In Rhastac, the Seminary is so big that its members outnumber the combined size of all the other colleges, but it still doesn’t overrun them.
That’s what I want. Besides, Fonsenva is in the tropics.
It’s always hot and I’m not sure I could cope with having every day hot. ”
“Would be nice if we had even one hot day a year here,” Ang joked.
“Then you would not object to my going to Rhastac?” Fin asked Ang.
Ang reached out and rubbed his head. “I would prefer you to be closer to home, so we might see you occasionally, but it is not for me to object to your choices. I am not your father.”
They both turned to look at me.
“Dad?” Fin asked, his hands tight on the edge of his chair. “What do you think?”
I thought someone had stolen the air from my lungs and I wasn’t sure I could get it back. “I think,” the words came out measured, which was a relief, “that I would like more time to think about it before I say one way or the other.” A statement that was in direct contradiction to my feelings.
“And I think we have studied enough for tonight,” Ang said.
As had become the norm, Fin took that as his signal to retire to his room. I sat feeling numb and was somehow surprised when I looked up to see Ang standing before me.
“He does not make the choice to hurt you.”
Understanding that and feeling it were two different things.

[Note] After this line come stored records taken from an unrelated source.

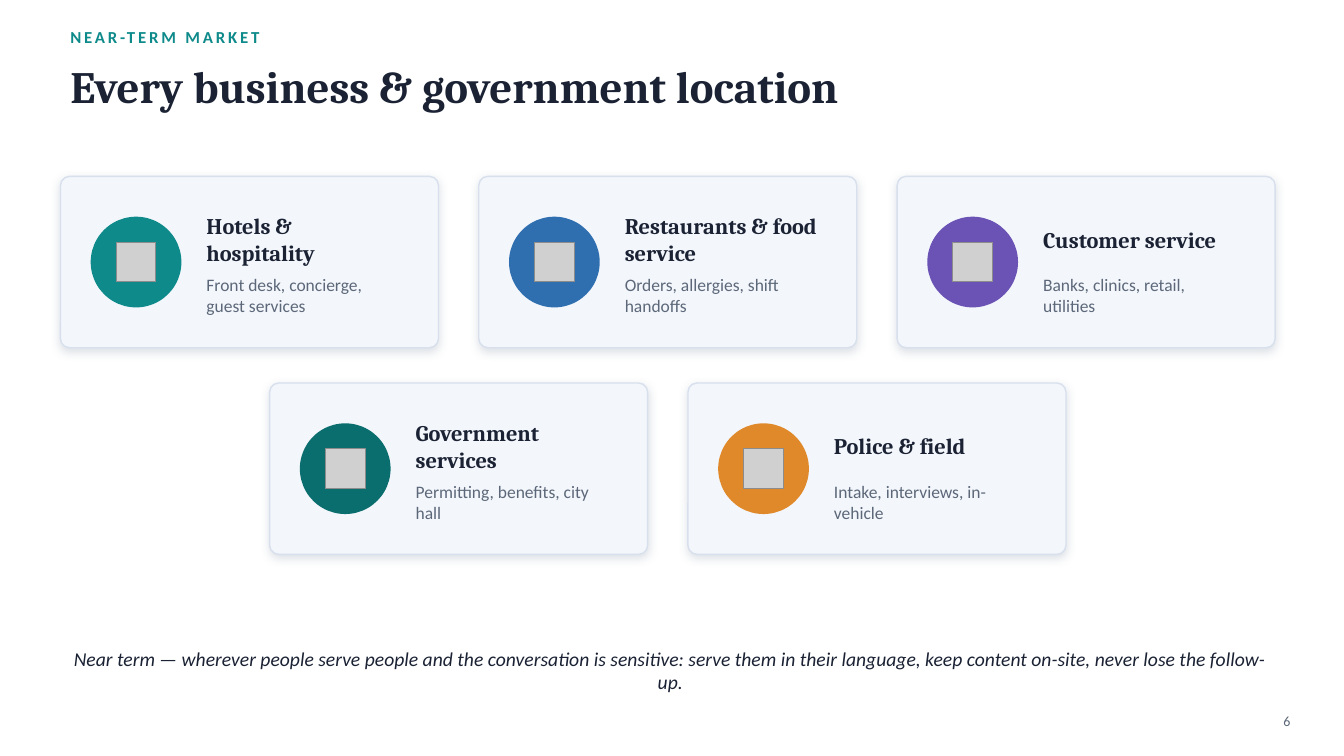
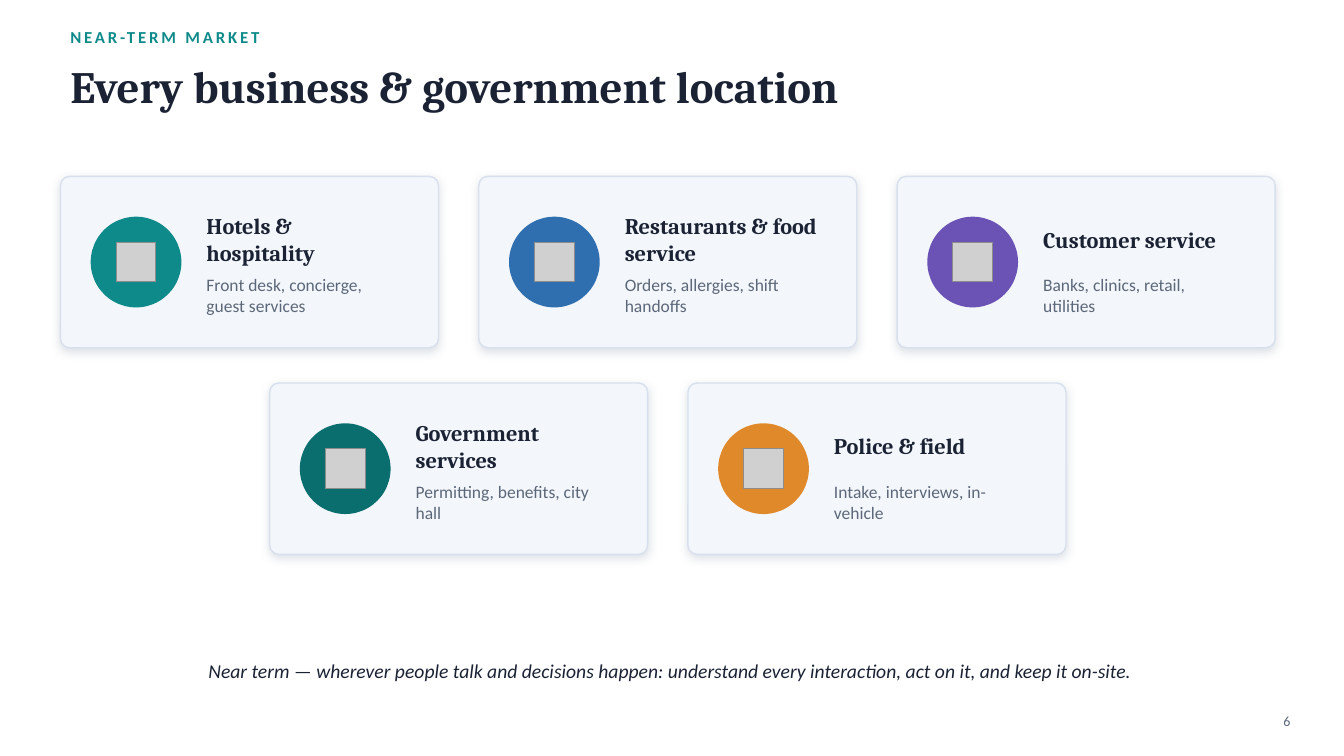
Before and after one commit to NaichuanZhang/LocoCisco, a slide deck: slide 6 of Presentation/LocoCisco_Presentation.pptx. Drawn at 1344x756 pixels with LibreOffice and Linux fonts; fonts in the diff are those of the drawing; grey boxes stand for pictures. Boxes give left, top, right and bottom in pixels: in the first picture for what was removed or moved away, otherwise in the second. Text is boxed around its words. In the diff, an @@ line names an element or a change of style, - is before the commit and + after.

```diff
--- a/Presentation/LocoCisco_Presentation.pptx
+++ b/Presentation/LocoCisco_Presentation.pptx
@@ text at (208,664,1131,681): text changed @@
-Near term — wherever people serve people and the conversation is sensitive: serve them in their language, keep content on-site, never lose the follow-up.
+Near term — wherever people talk and decisions happen: understand every interaction, act on it, and keep it on-site.
```
Also in this commit, not shown: 4 other slides changed, 2 other files.

Ang’s questions came back to me. What would I do without Fin?
What would I do without being a Rider? But Fin was going to leave me, he had to.
He had to grow up, be a man, live his own life.
Even if I left the service, I couldn’t be watching over Fin forever.
He wouldn’t thank me for that. Being a Rider, being in the military, these were the only things I knew.
I wouldn’t know where to start if I had to start again.
At least here, I had support from people who understood.
“I know.” I rose from the chair to faced Ang. “What would I do without you?”